#1862 Fedora 28 Beta status, schedule risk (meeting item for 2018-03-16)
Closed: Fixed 7 years ago Opened 7 years ago by adamwill.

Hi there! We agreed at today's QA meeting we agreed it'd be responsible to alert FESCo that, in our opinion, the Beta schedule is somewhat at risk, at this point.

Major issues include:

  • Modularity is still not fully implemented and testable; issues around repository configuration and mirrormanager are still being shored up. So we have not yet been able to test Modularity in any meaningful way at all.

  • FreeIPA still does not work at all and never has, this cycle. FreeIPA folks think they have a plan to get it working - at least to fix the problems they know about - but experience suggests that we should be prepared for the possibility of as-yet unforeseen issues beyond the problems we currently know about.

  • Composes were broken for a long time and have only recently started working again, so we haven't really had a lot of testing of many things that have landed in the last few weeks.

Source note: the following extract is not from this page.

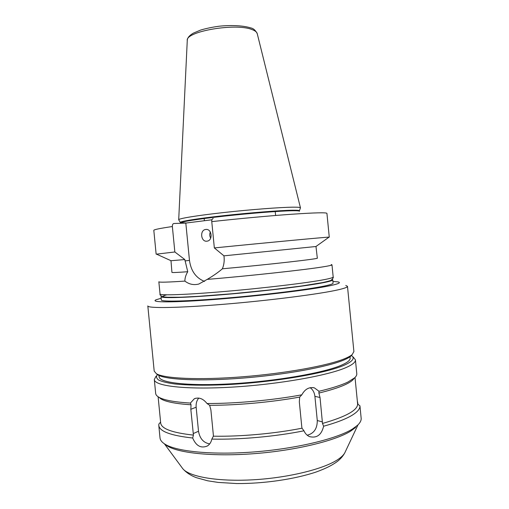 <?xml version="1.0" encoding="UTF-8"?>
<svg xmlns="http://www.w3.org/2000/svg" width="509" height="509" viewBox="0 0 509 509"><rect width="100%" height="100%" fill="white"/><g stroke="black" fill="none" stroke-linecap="round" stroke-linejoin="round"><path stroke-width="0.76" d="M210.312 231.989C209.473 234.095 209.606 236.144 210.701 238.129M205.776 229.457C211.795 228.433 213.246 240.363 207.201 241.139L206.928 241.177C200.864 242.119 199.541 230.138 205.636 229.476L205.776 229.457M331.219 264.546L331.983 264.814C332.04 265.202 329.1 265.876 323.158 266.831C305.088 269.821 248.895 275.961 207.227 279.384L198.796 284.047C193.732 285.314 189.1 284.327 184.894 281.095C167.658 282.24 158.98 282.476 158.846 281.789L160.036 293.96C159.743 295.653 186.237 294.794 225.697 291.383C265.094 287.992 308.136 282.788 324.411 279.606C330.335 278.455 333.255 277.577 333.179 276.979C333.599 277.475 332.969 278.512 331.289 280.103C331.346 280.446 328.464 281.267 322.642 282.578L301.334 286.039L270.228 289.92L232.645 293.699L198.128 296.359L180.428 297.243L166.176 297.237C161.569 296.486 159.521 295.398 160.036 293.96M315.981 246.483L317.317 258.133C319.938 258.744 269.127 264.546 222.395 268.797C218.304 272.309 213.252 275.833 207.227 279.384M184.894 281.095C184.85 278.073 185.804 274.955 187.745 271.723C177.266 272.48 171.991 272.703 171.934 272.385L170.986 260.697M316.178 246.483L223.954 255.836L224.094 257.23C224.463 261.142 223.896 264.998 222.395 268.797M213.239 218.52C212.196 218.711 211.699 219.748 211.763 221.631L214.34 247.928L223.954 255.836M328.916 237.239L329.056 237.137C328.388 236.895 267.995 242.545 214.34 247.928M187.745 271.723L184.818 259.552L174.848 251.974L172.36 226.53C172.309 224.711 172.831 223.706 173.925 223.508L185.817 223.069L189.475 260.417C190.964 271.023 195.997 278.029 204.586 281.432M185.817 223.069L211.941 219.78M174.848 251.974L156.498 254.144M184.818 259.552L170.795 260.742M299.686 397.071L301.831 394.825C304.967 389.092 309.16 386.776 314.416 387.883L318.984 391.275L318.876 393.075L320.021 397.484L322.49 423.456L323.616 426.218C321.561 434.851 316.897 438.332 309.631 436.652C307.118 435.602 305.228 433.655 303.962 430.805L301.996 428.196L301.761 426.663L299.324 401.868L299.686 397.071C271.838 402.174 236.8 405.368 209.644 405.31L210.898 409.942L213.316 434.641L213.379 436.188L211.833 439.095C211.133 442.308 209.587 444.637 207.201 446.075C200.858 448.544 196.022 445.852 192.695 438.014C170.725 435.577 159.425 431.371 158.795 425.403L158.846 424.112L160.589 422.082M307.213 435.214C313.945 433.515 317.298 428.616 317.279 420.529L314.906 396.358C314.46 392.547 312.876 389.659 310.166 387.699M357.744 425.085L357.547 425.269C360.181 422.775 361.39 420.415 361.155 418.194L359.939 405.838L357.63 404.044L355.021 377.455M357.496 401.601L357.999 404.331M353.157 356.962L355.422 359.818C355.676 362.077 352.667 364.609 346.4 367.409C328.655 375.438 278.684 384.39 232.174 387.114C185.594 389.881 154.342 386.032 154.31 379.542L155.977 376.297M355.422 359.818L356.784 373.714C356.917 375.018 356.179 376.412 354.563 377.894L347.844 382.081C341.348 385.192 331.728 388.259 318.984 391.275M192.695 438.014L193.426 435.106L190.824 409.293L191.047 404.782L190.398 403.058C174.205 402.078 163.624 400.087 158.662 397.103C156.791 395.964 155.792 394.742 155.671 393.438L154.31 379.542M190.398 403.058L194.311 398.763C198.892 397.026 203.123 398.611 207.01 403.51L209.644 405.31M301.831 394.825C272.671 400.233 235.393 403.637 207.01 403.51M191.047 404.782C175.783 403.758 165.756 401.798 160.965 398.903L159.031 397.389M354.258 378.251L352.654 380.108C347.965 384.365 336.704 388.685 318.876 393.075M193.426 435.106C172.201 432.765 161.289 428.724 160.685 422.998L158.114 396.753M357.63 404.044C357.63 410.26 345.916 416.731 322.49 423.456M359.939 405.838C360.168 408.924 357.242 412.252 351.159 415.821C344.93 419.403 335.749 422.871 323.616 426.218M198.777 398.083C196.728 400.475 195.857 403.522 196.156 407.219L198.51 431.263C199.814 438.618 203.536 442.83 209.683 443.893M303.962 430.805C275.534 436.557 239.656 439.77 211.833 439.095M357.547 425.269L352.457 429.03C336.888 438.764 296.753 448.569 254.723 451.884C212.673 455.218 176.464 451.547 164.935 444.153C161.862 442.219 160.227 440.139 160.017 437.912L158.795 425.403M322.076 282.686C304.369 286.3 253.469 292.274 213.163 295.309C172.742 298.376 154.959 297.771 166.761 294.826M324.042 282.552C307.875 285.835 265.195 291.072 226.142 294.393C187.019 297.74 160.723 298.459 161.003 296.652L161.328 299.966C161.067 301.926 187.376 301.373 226.499 298.07C265.564 294.787 308.231 289.462 324.386 286.033C330.271 284.792 333.166 283.825 333.083 283.125L332.759 279.81C332.835 280.446 329.934 281.362 324.042 282.552M332.237 279.409L332.759 279.81M332.911 281.413L337.944 281.884C341.304 282.565 338.765 283.825 330.322 285.651C312.182 289.57 260.589 295.869 216.758 299.305C172.825 302.76 149.054 302.537 156.314 299.693L161.156 298.255M338.103 289.831C320.072 293.998 270.234 300.425 224.195 304.236C178.086 308.072 147.47 308.441 147.82 305.928L154.195 371.106L156.397 373.721C164.191 378.531 198.841 380.229 242.15 376.825C285.428 373.441 328.451 365.545 344.86 358.616C348.315 357.178 350.771 355.816 352.241 354.519L353.895 351.528L347.488 286.344C347.609 287.21 344.478 288.368 338.103 289.831M345.77 285.447L347.488 286.344M352.266 354.499L350.968 356.014C349.505 357.305 347.074 358.667 343.658 360.092C327.433 366.983 285.078 374.796 242.488 378.111C199.865 381.457 165.699 379.739 157.936 374.942L156.371 373.708M350.033 356.758L350.16 358.037C350.396 360.175 347.456 362.573 341.348 365.227C324.22 372.753 276.832 381.12 232.868 383.71C188.839 386.35 159.171 382.838 159.126 376.768L158.999 375.489M351.433 355.473C355.18 358.126 352.756 361.377 344.167 365.22C325.544 373.542 270.476 382.787 223.177 384.804C203.244 385.548 187.051 385.262 174.587 383.951C167.34 382.933 162.027 381.635 158.643 380.051C156.378 378.352 155.958 376.501 157.376 374.497M301.996 428.196C274.555 433.643 240.248 436.722 213.379 436.188M355.651 427.426L350.644 431.136C335.329 440.749 296.117 450.37 255.079 453.595C214.028 456.853 178.602 453.214 167.213 445.903L164.712 444.013M178.704 219.767L180.288 222.446C179.97 221.364 198.001 218.476 224.393 215.581C250.733 212.686 280.109 210.395 292.306 210.23C296.995 210.16 299.368 210.338 299.426 210.764L300.456 207.831C300.405 207.36 297.994 207.144 293.216 207.176C280.777 207.258 250.721 209.543 223.769 212.533C196.76 215.523 178.347 218.571 178.704 219.767L178.774 219.888M180.587 222.668L186.389 222.999M329.266 237.156L326.931 213.373C326.479 212.399 314.88 212.679 292.141 214.219C269.77 215.784 238.556 218.654 211.763 221.631M189.475 260.417L184.952 260.901M172.36 226.53C159.928 228.363 153.743 229.635 153.813 230.348L156.136 254.131M314.906 396.358L320.021 397.484M317.279 420.529L322.413 421.91M198.51 431.263L193.204 433.579M196.156 407.219L190.824 409.293M345.356 451.648L344.752 452.934C343.55 455.059 341.316 457.216 338.059 459.411C324.157 468.91 288.724 477.766 253.387 479.783C218.024 481.832 189.443 476.812 182.865 468.808L182.018 467.663M187.274 40.396C187.369 37.857 189.412 35.426 193.414 33.11L200.629 30.069C206.215 28.409 212.431 27.117 219.271 26.201C231.372 24.973 243.353 25.558 250.708 27.906C253.329 28.358 255.512 30.279 257.242 33.67C256.88 32.118 255.213 30.775 252.241 29.649C236.131 22.663 185.225 31.424 187.267 40.535L178.704 219.729M299.477 211.26C299.426 210.847 297.052 210.669 292.357 210.745C280.16 210.93 250.765 213.226 224.418 216.115C198.02 219.01 179.995 221.886 180.339 222.942L180.962 223.247M206.463 229.432L205.636 229.476M331.983 264.814L333.179 276.979M315.898 246.541L329.056 237.137M171.075 260.742L156.346 254.074M312.812 387.559L314.416 387.883M160.965 398.903L158.662 397.103M352.654 380.108L354.563 377.894M195.634 398.273L194.311 398.763M350.968 356.014L352.241 354.519M157.936 374.942L156.397 373.721M167.213 445.903L164.935 444.153M164.401 443.81L182.865 468.808C186.447 472.727 190.951 475.68 196.385 477.677L207.71 480.801L218.183 482.417L236.73 483.55C263.446 483.747 294.31 479.338 316.165 472.008C325.607 468.528 330.583 466.002 335.546 462.732C339.528 460.066 342.595 456.802 344.752 452.934L358.005 424.824M204.166 218.526L204.383 220.734M275.235 211.559L275.623 215.472M257.242 33.67L300.45 207.793M180.288 222.446L180.345 223.273"/></g></svg>

There could well be blocker issues we just haven't got to yet in testing.

  • There's a whole arch we're supposed to be supporting as a primary arch for the first time - aarch64 - and we are still getting automated testing of it up and running. I'm not clear on how much manual testing it's had so far; @pwhalen might have a better idea. Note that the plan is to block on Server, which means we have a brand new arch blocking on FreeIPA, which hasn't worked even on x86_64 for months. We are currently waiting on RH IT to change a firewall configuration before we can actually get openQA testing on aarch64 running.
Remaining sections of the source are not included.